Blessed be my iPad… Have been doing bits of what I call heavy-heart research – trailing photos on-line of WWII child-soldiers and partisans aged 12/13/14/15, compared to whom my dad, who entered war at 17, seems like an old soul. Have also looked at photos of PoWs, from all sides. Can see why my dad considered himself lucky. Started reading Marianne Hirsch‘s Family Frames, peeked into Gabriele Schwarz’s Haunting Legacies, listened to Michael Goldfarb remembering Alice Herz-Sommer, to a programme about the memory of genocide in Rwanda, to another on trauma transmitted through generations and conflict-resolution, one about how Long March is recalled in China, saw pix on the tele of scarily masked men organising into militias on Krim, etc etc. Everything seems to connect.

Coming back to the photos I’m working with, their shifting meaning, and their passage to me: their entwined personal&official nature. They are documentary evidence that my dad was a PoW in the US, and declare a change of status and location: from soldier of the Wehrmacht to prisoner-of-war of an allied state (a kind of passage too). I found them in a photo-album at my mom’s, where my dad assembled them after his return to civilian life, and re-photographed them. Now I’m looking at my copies here, decades after the fact, and showing you fragmented views. Questions about borderlines beset me wherever I turn. In some ways I’ve become, or rather, declared myself their owner. Am I also their care-taker if I chose to work with them? All the while my dad slips in and out of view.

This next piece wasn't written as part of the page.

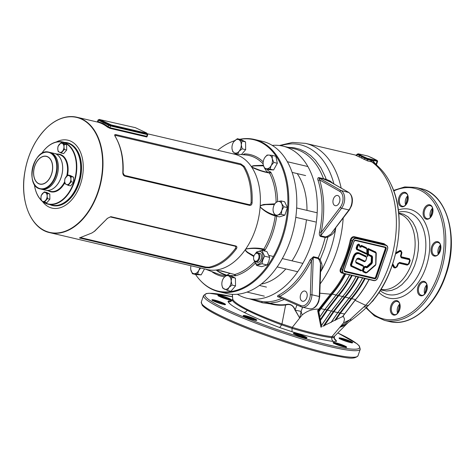 <?xml version="1.0" encoding="UTF-8"?>
<svg xmlns="http://www.w3.org/2000/svg" width="475" height="475" viewBox="0 0 475 475"><rect width="100%" height="100%" fill="white"/><g stroke="black" fill="none" stroke-linecap="round" stroke-linejoin="round"><path stroke-width="0.71" d="M50.017 152.422A18.887 12.19 -76.8 0 1 56.78 176.373A18.887 12.19 -76.8 0 1 41.396 189.204A18.887 12.19 -76.8 0 0 41.396 189.204L45.719 190.214A18.887 12.19 -76.8 0 0 61.103 177.389A18.887 12.19 -76.8 0 0 54.34 153.431L50.017 152.422A18.887 12.19 -76.8 0 0 50 152.416M46.657 192.44L49.804 194.026L49.881 199.185L46.817 202.76L44.424 202.202L47.494 198.621L47.144 195.967L47.411 193.462L44.264 191.882L46.657 192.44M47.411 193.462L49.804 194.026M47.494 198.621L49.881 199.185M44.264 191.882L41.2 195.457L40.927 197.968L41.277 200.616L44.424 202.202M42.423 193.598A4.649 2.998 103.2 0 1 45.529 192.601A4.649 2.998 103.2 0 1 47.144 195.967A4.649 2.998 103.2 0 1 45.647 200.337A4.649 2.998 103.2 0 1 42.542 201.335A4.649 2.998 103.2 0 1 40.927 197.968A4.649 2.998 103.2 0 1 42.423 193.598M70.401 175.572L73.548 177.151L73.625 182.311L70.561 185.891L68.168 185.327L71.232 181.753L70.888 179.099L71.155 176.593L68.008 175.008L70.401 175.572M71.155 176.593L73.548 177.151M71.232 181.753L73.625 182.311M68.008 175.008L64.938 178.588L64.671 181.094L65.022 183.748L68.168 185.327M66.168 176.724A4.649 2.998 103.2 0 1 69.273 175.726A4.649 2.998 103.2 0 1 70.888 179.099A4.649 2.998 103.2 0 1 69.392 183.469A4.649 2.998 103.2 0 1 66.286 184.466A4.649 2.998 103.2 0 1 64.671 181.094A4.649 2.998 103.2 0 1 66.168 176.724M42.311 152.54A31.968 20.633 103.2 0 1 42.358 152.469A31.968 20.633 103.2 0 1 49.453 145.196A31.968 20.633 103.2 0 1 62.73 141.966A31.968 20.633 103.2 0 1 76.796 167.901A31.968 20.633 103.2 0 1 61.412 200.99A31.968 20.633 103.2 0 1 48.135 204.214A31.968 20.633 103.2 0 1 42.186 201.157M41.194 200.236A31.968 20.633 103.2 0 1 34.556 185.755A31.968 20.633 103.2 0 1 34.538 185.672M42.988 201.554A31.677 20.449 -76.8 0 0 61.138 200.688A31.677 20.449 -76.8 0 0 75.549 158.591A31.677 20.449 -76.8 0 0 49.293 145.398A31.677 20.449 -76.8 0 0 42.257 152.606A31.677 20.449 -76.8 0 0 41.545 153.651M34.348 184.336A31.677 20.449 -76.8 0 0 34.527 185.588A31.677 20.449 -76.8 0 0 41.141 199.975M48.135 204.214L52.024 205.129A31.968 20.633 -76.8 0 0 65.301 201.899A31.968 20.633 -76.8 0 0 72.396 194.625A31.968 20.633 -76.8 0 0 80.198 161.346A31.968 20.633 -76.8 0 0 66.619 142.88L62.73 141.966M80.216 161.429A31.677 20.449 103.2 0 1 80.228 161.506A31.677 20.449 103.2 0 1 72.497 194.489A31.677 20.449 103.2 0 1 72.443 194.554A31.677 20.449 -76.8 0 0 80.216 161.429M54.364 153.437A18.887 12.19 103.2 0 1 54.382 153.443A18.887 12.19 103.2 0 1 62.694 168.768A18.887 12.19 103.2 0 1 53.604 188.32A18.887 12.19 103.2 0 1 45.76 190.226A18.887 12.19 103.2 0 1 45.737 190.22M41.052 154.066A18.887 12.19 103.2 0 1 48.895 152.16L49.976 152.41A18.887 12.19 103.2 0 1 58.288 167.734A18.887 12.19 103.2 0 1 49.198 187.287A18.887 12.19 103.2 0 1 41.355 189.192L40.274 188.937A18.887 12.19 103.2 0 1 34.016 183.599M63.49 143.29L66.637 144.869L66.714 150.035L63.644 153.609L61.251 153.051L64.321 149.471L63.971 146.817L64.244 144.311L61.097 142.732L63.49 143.29M64.244 144.311L66.637 144.869M64.321 149.471L66.714 150.035M61.097 142.732L58.027 146.306L57.754 148.817L58.104 151.466L61.251 153.051M59.25 144.447A4.649 2.998 103.2 0 1 62.362 143.45A4.649 2.998 103.2 0 1 63.971 146.817A4.649 2.998 103.2 0 1 62.474 151.187A4.649 2.998 103.2 0 1 59.369 152.184A4.649 2.998 103.2 0 1 57.754 148.817A4.649 2.998 103.2 0 1 59.25 144.447M147.22 136.432L146.781 136.984L110.04 128.369L107.457 127.11A59.286 38.267 -76.8 0 0 102.6 123.975A59.286 38.267 -76.8 0 0 97.333 122.022L97.903 121.558L103.218 123.53L109.945 127.692L146.686 136.307L147.024 135.814M52.244 205.176A31.968 20.633 -76.8 0 0 52.458 205.23A31.968 20.633 -76.8 0 0 79.224 181.189A31.968 20.633 -76.8 0 0 70.039 144.067A31.968 20.633 -76.8 0 0 67.052 142.981A31.968 20.633 -76.8 0 0 66.832 142.933M195.546 274.467A77.769 50.196 -76.8 0 0 200.313 280.47A77.769 50.196 -76.8 0 0 210.864 288.467A77.769 50.196 -76.8 0 0 281.467 238.302A77.769 50.196 -76.8 0 0 260.9 142.322A77.769 50.196 -76.8 0 0 240.053 139.353M234.697 140.683A77.769 50.196 -76.8 0 0 232.94 141.295A77.769 50.196 -76.8 0 0 217.787 150.26M190.724 265.703A77.769 50.196 -76.8 0 0 190.897 266.089M239.768 139.282A78.173 50.457 103.2 0 1 254.374 139.436A78.173 50.457 103.2 0 1 261.683 142.096A78.173 50.457 103.2 0 1 284.145 232.869A78.173 50.457 103.2 0 1 218.69 291.662A78.173 50.457 103.2 0 1 211.381 289.002A78.173 50.457 103.2 0 1 200.777 280.962L200.313 280.47M232.94 141.295L233.575 141.057A78.173 50.457 103.2 0 1 234.739 140.642M263.494 165.817L254.06 165.912L251.934 166.416L251.673 167.069L260.983 170.65L269.491 173.013C263.738 172.021 257.848 170.115 251.821 167.295A59.286 38.267 103.2 0 1 260.181 206.316A59.286 38.267 103.2 0 1 260.158 206.667A59.286 38.267 103.2 0 1 260.134 207.011A59.286 38.267 103.2 0 1 245.747 249.031A59.286 38.267 103.2 0 1 245.563 249.298A59.286 38.267 103.2 0 1 245.373 249.565A59.286 38.267 103.2 0 1 216.671 269.966A59.286 38.267 103.2 0 1 216.434 269.996A59.286 38.267 103.2 0 1 216.196 270.026A59.286 38.267 103.2 0 1 207.225 269.568L49.822 232.667A59.286 38.267 103.2 0 1 44.282 230.654A59.286 38.267 103.2 0 1 27.36 209.362M254.374 139.436L262.372 141.312A78.173 50.457 103.2 0 1 269.675 143.967A78.173 50.457 103.2 0 1 292.143 234.745A78.173 50.457 103.2 0 1 226.688 293.532L218.69 291.662M56.193 142.031A34.871 22.509 103.2 0 1 71.191 141.39A34.871 22.509 103.2 0 1 80.412 184.425A34.871 22.509 103.2 0 1 48.753 206.922A34.871 22.509 103.2 0 1 42.305 201.257M147.22 133.718L234.288 154.132A59.286 38.267 103.2 0 1 239.828 156.144A59.286 38.267 103.2 0 1 251.524 166.844A59.286 38.267 103.2 0 1 251.673 167.069A59.286 38.267 103.2 0 1 251.821 167.295L251.898 167.283M122.805 172.556C123.435 158.086 120.828 145.926 114.992 136.076C114.344 134.9 114.641 134.413 115.888 134.609L240.795 163.893L244.275 166.387C250.147 176.237 252.753 188.397 252.088 202.861C251.863 204.66 251.061 205.503 249.69 205.396L124.777 176.112C123.464 175.59 122.805 174.402 122.805 172.556L124.486 175.406L249.399 204.689L250.586 204.25L251.091 202.772C251.59 188.13 249.007 176.088 243.348 166.642L240.843 164.777L115.936 135.494L115.098 135.684L115.312 136.592M107.071 218.506L110.889 216.677L235.802 245.961C237.043 246.454 237.227 247.404 236.36 248.811C228.38 259.587 219.438 265.947 209.528 267.876L205.271 267.657L79.42 237.939L91.865 232.999L94.353 231.355L107.492 218.298L94.745 231.135L91.865 232.999M274.402 204.541L265.863 204.606L261.951 205.248L260.318 206.055L261.363 205.218L263.815 204.452L274.853 203.828M276.717 216.25A62.468 40.322 103.2 0 1 265.151 249.933L264.225 250.842A1.164 0.79 65.1 0 0 263.269 249.553C257.765 248.235 251.946 248.081 245.812 249.09L245.747 249.031C252.077 247.736 258.109 247.766 263.833 249.114A61.317 39.573 -76.8 0 0 275.209 215.899C269.551 214.35 264.522 211.387 260.134 207.011L260.229 206.993C264.652 210.977 269.592 213.691 275.049 215.145A10.171 6.567 103.2 0 1 274.96 214.89M251.637 166.885L252.023 166.137L253.81 165.644L263.34 165.241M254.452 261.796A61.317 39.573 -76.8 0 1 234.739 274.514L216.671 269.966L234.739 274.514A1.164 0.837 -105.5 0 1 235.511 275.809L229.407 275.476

The lack of presence I perceive in his smooth, young face pulls me into vertiginous territory. Barthes talks about ‘discovering’ (not just recognising) his mother in that image of her as a little girl. It’s her eyes that hold him, connect him. In none of these photos does my dad look into the camera (or back at me): not when he is shown on his own, not when he sits next to the other young PoW, not when he kneels in the first row of the group of seven. His gaze teeters out towards his right, unfocused. He is somewhere else.

Barthes also talks about dress locating someone of a previous generation in history. Military dress does that even better. Here is my dad in a uniform which replaced one I find even more troubling, that of a Wehrmacht-soldier. Face, gaze and context throw me about – between closeness and distance, rapport and alienation, wanting to lean in and turn away, some of which finds tentative expression in my work-in-process.

For example: I’ve been stitching into the image which shows him alone, adding layer on layer of crisscrossing blue thread. I want to build up more, create a form that juts out from the image like an extra-limb. It seems to me that not only do I want to give the photo a haptic quality, I want to give it ‘body’.

The dense web of mohair/silk yarn over my dad’s face has aspects of abjection as well as protection (mine? his?). The working process is slow, tender and piercing: a caress and a severing; also a bit like wrapping a beautiful bandage around a wound on someone’s head. I imagine breath underneath, and now I hold mine.

As my hands denied more stints with the needle I explored this in photoshop, closing in on that wavering gaze, its blurred shift to the right. Again and again I sat at the computer to stare at it.

Then I played, putting together mirror-halves, which led me to places where the sense of abjection and alienation assails. Much of this work-in-process doesn’t exist in real terms, the collages aren’t glued and can be re-arranged, these mirror-pieces reside on my computer, everything is contingent, and thus unsettling to me, who wants to present finished pieces. Part of me thinks that this may be a good thing, another part worries I’ll grind to a halt.